Exercise instructions: Nothing but the lines from the top of the data to the line holding "Two runs of" should be printed, word for word and both ends included; leave the pictures out.

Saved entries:
________________________________________

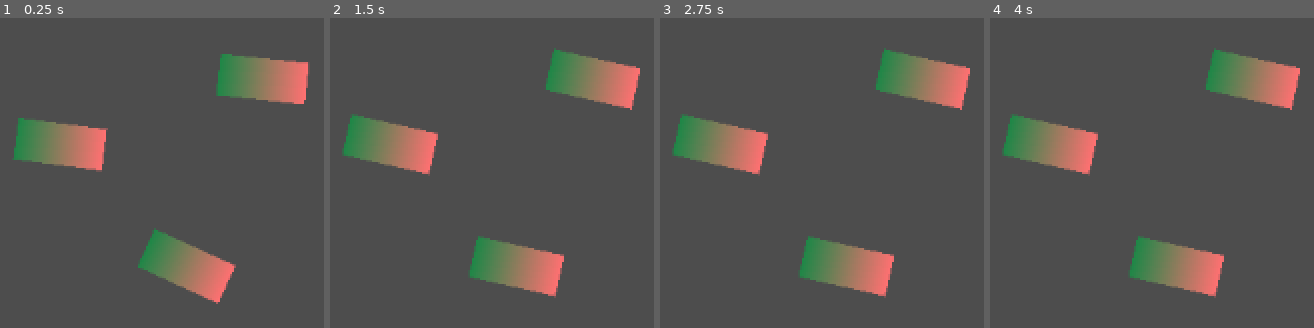
Above: before the commit, frames 1-4 (left to right).
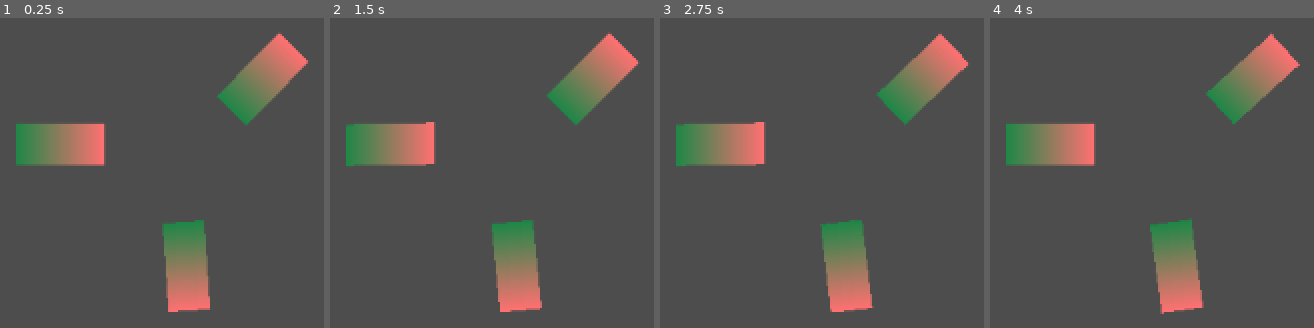
Above: after the commit, the same moments.

Repository: arrowira/CrystalSim
Game: Godot game, scene res://main.tscn
Two runs of this game, one before a commit and one after it. Both use one fixed random seed, a clock stepped at 60 frames per second and the inputs below.
Inputs:
- Up to frame 1 (0.25 s): no input
- Up to frame 2 (1.5 s): tap Enter at 1.25 s
- Up to frame 3 (2.75 s): tap Space at 2 s
- Up to frame 4 (4 s): tap Enter at 2.75 s; tap Space at 3.5 s

The runs differ from the first frame. In frame 1, 8.7% of the frame differs, in the area x 4-96%, y 4-95%; in frame 2, 9.8%, in the area x 3-96%, y 4-95%; in frame 3, 9.7%; in frame 4, 9.6%.

Commit message:
better rotation logic

Diff:
--- a/crystal-sim/molecule.gd
+++ b/crystal-sim/molecule.gd
@@ -14,13 +14,10 @@
 
 		var rotAdd = 0
 		for molecule in nearbyMolecules:
-			var negativeDistance = distance(molecule.getNegative(),getNegative())
-			var positiveDistance = distance(molecule.getPositive(),getPositive())
+			var negToPos = distance(getPositive(),molecule.getPositive())
+			var posToNeg = distance(getNegative(),molecule.getNegative())
+			rotAdd += 1/((negToPos-posToNeg)+0.001)
 
-			if rotation-molecule.rotation < 0:
-				rotAdd += abs(negativeDistance-positiveDistance)
-			else:
-				rotAdd -= abs(negativeDistance-positiveDistance)
 		rotate(Engine.time_scale*rotAdd/1000.0)
 	else:
 		underInfluence = false
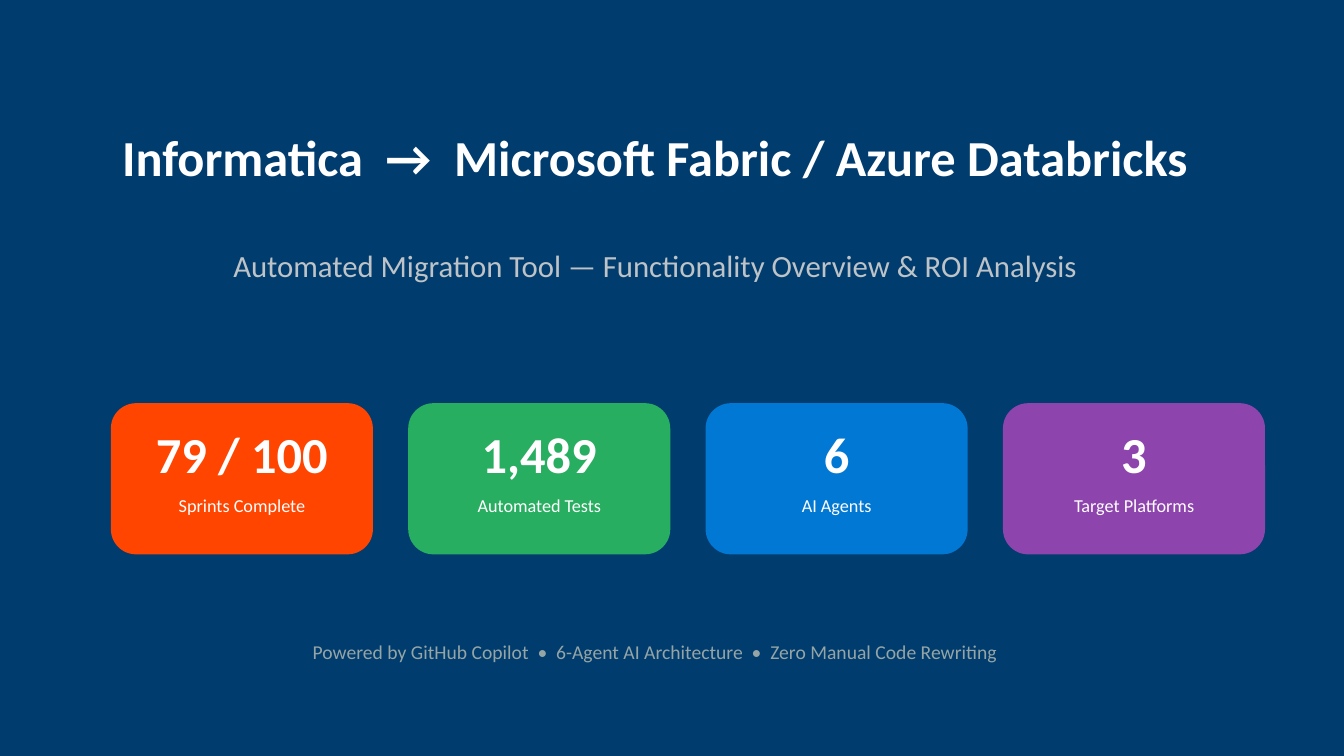
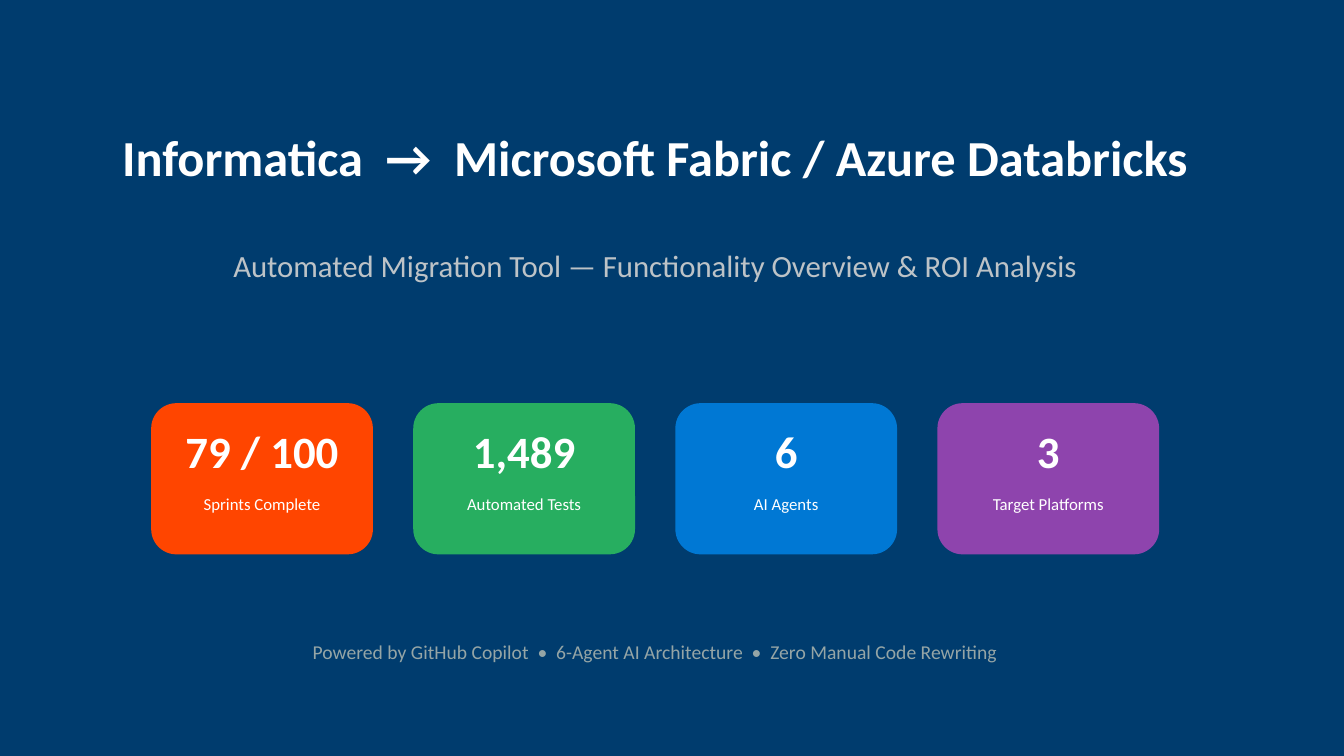
Before and after one commit to cyphou/InformaticaToFabric, a slide deck: slide 1 of output/Informatica_to_Fabric_Migration_Tool.pptx. Drawn at 1344x756 pixels with LibreOffice and Linux fonts; fonts in the diff are those of the drawing. Boxes give left, top, right and bottom in pixels: in the first picture for what was removed or moved away, otherwise in the second. Text is boxed around its words. In the diff, an @@ line names an element or a change of style, - is before the commit and + after.

```diff
--- a/output/Informatica_to_Fabric_Migration_Tool.pptx
+++ b/output/Informatica_to_Fabric_Migration_Tool.pptx
@@ rounded rectangle: place and size @@
-rounded rectangle at <box>111,403,373,555</box>
+rounded rectangle at <box>151,403,373,555</box>
@@ text "79 / 100": place and size @@
-text "79 / 100" at <box>156,440,328,474</box>
+text "79 / 100" at <box>185,438,338,469</box>
@@ rounded rectangle: place and size @@
-rounded rectangle at <box>408,403,670,555</box>
+rounded rectangle at <box>413,403,635,555</box>
@@ rounded rectangle: place and size @@
-rounded rectangle at <box>706,403,968,555</box>
+rounded rectangle at <box>676,403,897,555</box>
@@ text "6": place and size @@
-text "6" at <box>824,438,850,474</box>
+text "6" at <box>775,437,798,469</box>
@@ rounded rectangle: place and size @@
-rounded rectangle at <box>1003,403,1265,555</box>
+rounded rectangle at <box>938,403,1159,555</box>
@@ size 36 to 32 pt in 4 elements at <box>473,437,575,474</box>, <box>185,438,338,469</box>, <box>775,437,798,469</box>, <box>1037,438,1060,469</box> @@
@@ text "3": place and size @@
-text "3" at <box>1121,440,1147,474</box>
+text "3" at <box>1037,438,1060,469</box>
@@ text "Sprints Complete": place and size @@
-text "Sprints Complete" at <box>179,499,305,515</box>
+text "Sprints Complete" at <box>204,498,320,513</box>
@@ text "AI Agents": place and size @@
-text "AI Agents" at <box>802,500,872,515</box>
+text "AI Agents" at <box>754,499,819,513</box>
@@ size 13 to 12 pt in 4 elements at <box>467,498,582,510</box>, <box>204,498,320,513</box>, <box>754,499,819,513</box>, <box>993,498,1104,513</box> @@
@@ text "Target Platforms": place and size @@
-text "Target Platforms" at <box>1074,499,1194,515</box>
+text "Target Platforms" at <box>993,498,1104,513</box>
```
Also in this commit, not shown: 3 other slides changed, 1 slide added, 2 other files.

________________________________________

Solution:
Above: before the commit, frames 1-4 (left to right).
Above: after the commit, the same moments.

Repository: arrowira/CrystalSim
Game: Godot game, scene res://main.tscn
Two runs of this game, one before a commit and one after it. Both use one fixed random seed, a clock stepped at 60 frames per second and the inputs below.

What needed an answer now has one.